• [Extracted records]

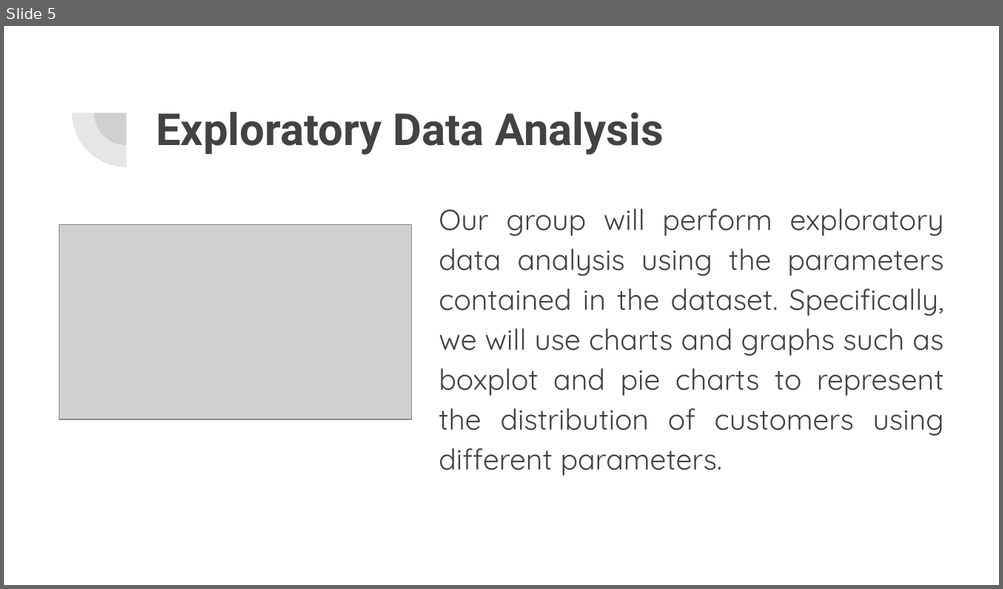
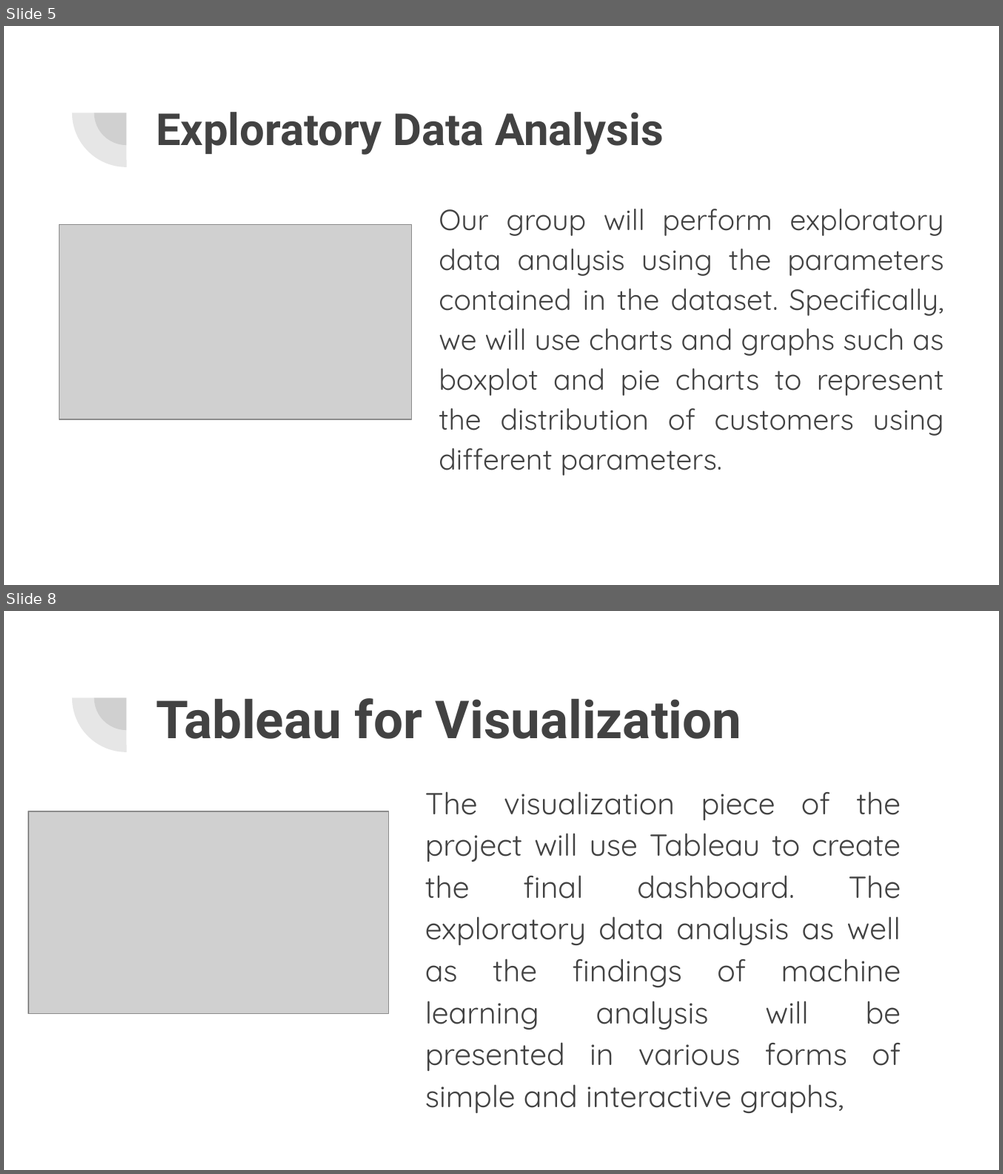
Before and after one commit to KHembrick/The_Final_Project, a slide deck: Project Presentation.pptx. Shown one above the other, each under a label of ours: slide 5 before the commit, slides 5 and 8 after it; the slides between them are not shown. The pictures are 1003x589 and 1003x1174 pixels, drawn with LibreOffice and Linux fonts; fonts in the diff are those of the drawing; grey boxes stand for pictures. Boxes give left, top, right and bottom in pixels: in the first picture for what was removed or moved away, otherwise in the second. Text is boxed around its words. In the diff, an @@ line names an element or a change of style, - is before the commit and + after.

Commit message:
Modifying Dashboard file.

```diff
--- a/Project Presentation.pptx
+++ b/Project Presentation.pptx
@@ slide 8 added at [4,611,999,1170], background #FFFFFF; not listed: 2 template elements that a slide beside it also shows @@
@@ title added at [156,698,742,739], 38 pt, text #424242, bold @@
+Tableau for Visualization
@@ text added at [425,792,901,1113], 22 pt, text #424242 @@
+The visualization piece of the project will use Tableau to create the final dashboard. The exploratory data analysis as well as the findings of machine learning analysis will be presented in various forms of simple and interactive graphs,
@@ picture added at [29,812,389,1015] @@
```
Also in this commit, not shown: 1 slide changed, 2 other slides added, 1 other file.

• [Exercise prompt]
Quote the material word for word, dropping any images it holds.

• [Result of the exercise]
Before and after one commit to KHembrick/The_Final_Project, a slide deck: Project Presentation.pptx. Shown one above the other, each under a label of ours: slide 5 before the commit, slides 5 and 8 after it; the slides between them are not shown. The pictures are 1003x589 and 1003x1174 pixels, drawn with LibreOffice and Linux fonts; fonts in the diff are those of the drawing; grey boxes stand for pictures. Boxes give left, top, right and bottom in pixels: in the first picture for what was removed or moved away, otherwise in the second. Text is boxed around its words. In the diff, an @@ line names an element or a change of style, - is before the commit and + after.

Commit message:
Modifying Dashboard file.

```diff
--- a/Project Presentation.pptx
+++ b/Project Presentation.pptx
@@ slide 8 added at [4,611,999,1170], background #FFFFFF; not listed: 2 template elements that a slide beside it also shows @@
@@ title added at [156,698,742,739], 38 pt, text #424242, bold @@
+Tableau for Visualization
@@ text added at [425,792,901,1113], 22 pt, text #424242 @@
+The visualization piece of the project will use Tableau to create the final dashboard. The exploratory data analysis as well as the findings of machine learning analysis will be presented in various forms of simple and interactive graphs,
@@ picture added at [29,812,389,1015] @@
```
Also in this commit, not shown: 1 slide changed, 2 other slides added, 1 other file.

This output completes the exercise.